Dataset entries
========================
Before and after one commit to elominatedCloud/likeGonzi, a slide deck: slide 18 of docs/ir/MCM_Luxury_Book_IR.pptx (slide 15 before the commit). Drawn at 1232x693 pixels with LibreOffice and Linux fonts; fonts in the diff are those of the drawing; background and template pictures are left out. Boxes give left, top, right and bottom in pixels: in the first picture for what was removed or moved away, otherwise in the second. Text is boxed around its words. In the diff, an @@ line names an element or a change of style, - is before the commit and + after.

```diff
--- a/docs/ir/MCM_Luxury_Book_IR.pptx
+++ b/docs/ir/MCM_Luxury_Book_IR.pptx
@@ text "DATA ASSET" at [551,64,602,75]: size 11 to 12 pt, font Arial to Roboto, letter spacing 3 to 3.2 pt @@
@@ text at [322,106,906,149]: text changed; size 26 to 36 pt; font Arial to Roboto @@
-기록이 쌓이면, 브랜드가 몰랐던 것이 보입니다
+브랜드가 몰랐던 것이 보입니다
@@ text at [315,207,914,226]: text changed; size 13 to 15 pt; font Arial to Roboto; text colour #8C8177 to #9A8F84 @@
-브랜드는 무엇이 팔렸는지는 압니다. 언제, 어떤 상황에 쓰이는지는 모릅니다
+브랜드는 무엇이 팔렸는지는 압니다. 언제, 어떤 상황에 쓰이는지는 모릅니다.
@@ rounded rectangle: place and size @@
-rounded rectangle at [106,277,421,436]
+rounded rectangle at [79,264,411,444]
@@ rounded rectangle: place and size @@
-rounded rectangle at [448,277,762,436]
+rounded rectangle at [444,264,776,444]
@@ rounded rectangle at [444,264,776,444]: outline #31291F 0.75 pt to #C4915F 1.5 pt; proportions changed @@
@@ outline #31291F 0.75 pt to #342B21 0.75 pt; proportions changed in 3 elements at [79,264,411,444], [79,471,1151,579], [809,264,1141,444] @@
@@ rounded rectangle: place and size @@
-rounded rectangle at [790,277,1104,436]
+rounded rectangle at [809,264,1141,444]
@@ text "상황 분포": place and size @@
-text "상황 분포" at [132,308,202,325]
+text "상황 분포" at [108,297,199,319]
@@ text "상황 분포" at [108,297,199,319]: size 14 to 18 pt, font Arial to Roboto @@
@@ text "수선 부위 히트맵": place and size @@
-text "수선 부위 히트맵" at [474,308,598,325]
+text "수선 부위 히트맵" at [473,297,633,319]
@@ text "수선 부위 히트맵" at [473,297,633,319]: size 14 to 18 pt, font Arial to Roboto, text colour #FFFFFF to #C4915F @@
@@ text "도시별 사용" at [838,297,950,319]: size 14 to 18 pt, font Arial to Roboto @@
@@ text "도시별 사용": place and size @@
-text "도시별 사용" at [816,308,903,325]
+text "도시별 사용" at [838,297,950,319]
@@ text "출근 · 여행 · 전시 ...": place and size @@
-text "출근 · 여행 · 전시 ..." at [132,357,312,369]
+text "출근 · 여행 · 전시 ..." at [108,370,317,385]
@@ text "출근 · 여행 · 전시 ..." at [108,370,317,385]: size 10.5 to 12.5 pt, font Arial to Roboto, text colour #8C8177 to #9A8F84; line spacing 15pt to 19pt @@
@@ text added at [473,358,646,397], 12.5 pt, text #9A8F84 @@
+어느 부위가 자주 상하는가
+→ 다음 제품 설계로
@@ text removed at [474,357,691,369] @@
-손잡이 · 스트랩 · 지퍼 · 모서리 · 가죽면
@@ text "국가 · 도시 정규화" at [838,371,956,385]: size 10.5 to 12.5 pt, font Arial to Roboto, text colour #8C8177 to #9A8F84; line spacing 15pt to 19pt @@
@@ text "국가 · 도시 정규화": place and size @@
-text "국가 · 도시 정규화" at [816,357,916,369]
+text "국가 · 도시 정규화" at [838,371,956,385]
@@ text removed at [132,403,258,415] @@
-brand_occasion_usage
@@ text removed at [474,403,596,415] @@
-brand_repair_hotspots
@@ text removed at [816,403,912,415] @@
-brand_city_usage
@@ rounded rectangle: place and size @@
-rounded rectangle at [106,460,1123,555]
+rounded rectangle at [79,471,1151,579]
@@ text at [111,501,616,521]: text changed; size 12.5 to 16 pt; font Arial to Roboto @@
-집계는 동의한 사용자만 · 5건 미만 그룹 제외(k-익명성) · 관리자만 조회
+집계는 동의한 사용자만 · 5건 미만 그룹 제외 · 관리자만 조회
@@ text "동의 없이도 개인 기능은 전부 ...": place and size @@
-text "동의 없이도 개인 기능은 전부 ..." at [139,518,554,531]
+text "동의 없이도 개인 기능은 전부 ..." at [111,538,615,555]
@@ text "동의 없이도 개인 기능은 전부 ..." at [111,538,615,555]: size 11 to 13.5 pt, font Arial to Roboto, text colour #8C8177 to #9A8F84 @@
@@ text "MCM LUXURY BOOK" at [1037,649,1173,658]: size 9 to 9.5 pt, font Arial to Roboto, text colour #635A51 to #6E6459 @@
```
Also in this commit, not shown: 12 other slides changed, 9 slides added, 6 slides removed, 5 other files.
========================
> **TASK BRIEF**
Which lines in the data above contain "added"? Show each one.

> **EXPECTED ANSWER**
@@ text added at [473,358,646,397], 12.5 pt, text #9A8F84 @@
Also in this commit, not shown: 12 other slides changed, 9 slides added, 6 slides removed, 5 other files.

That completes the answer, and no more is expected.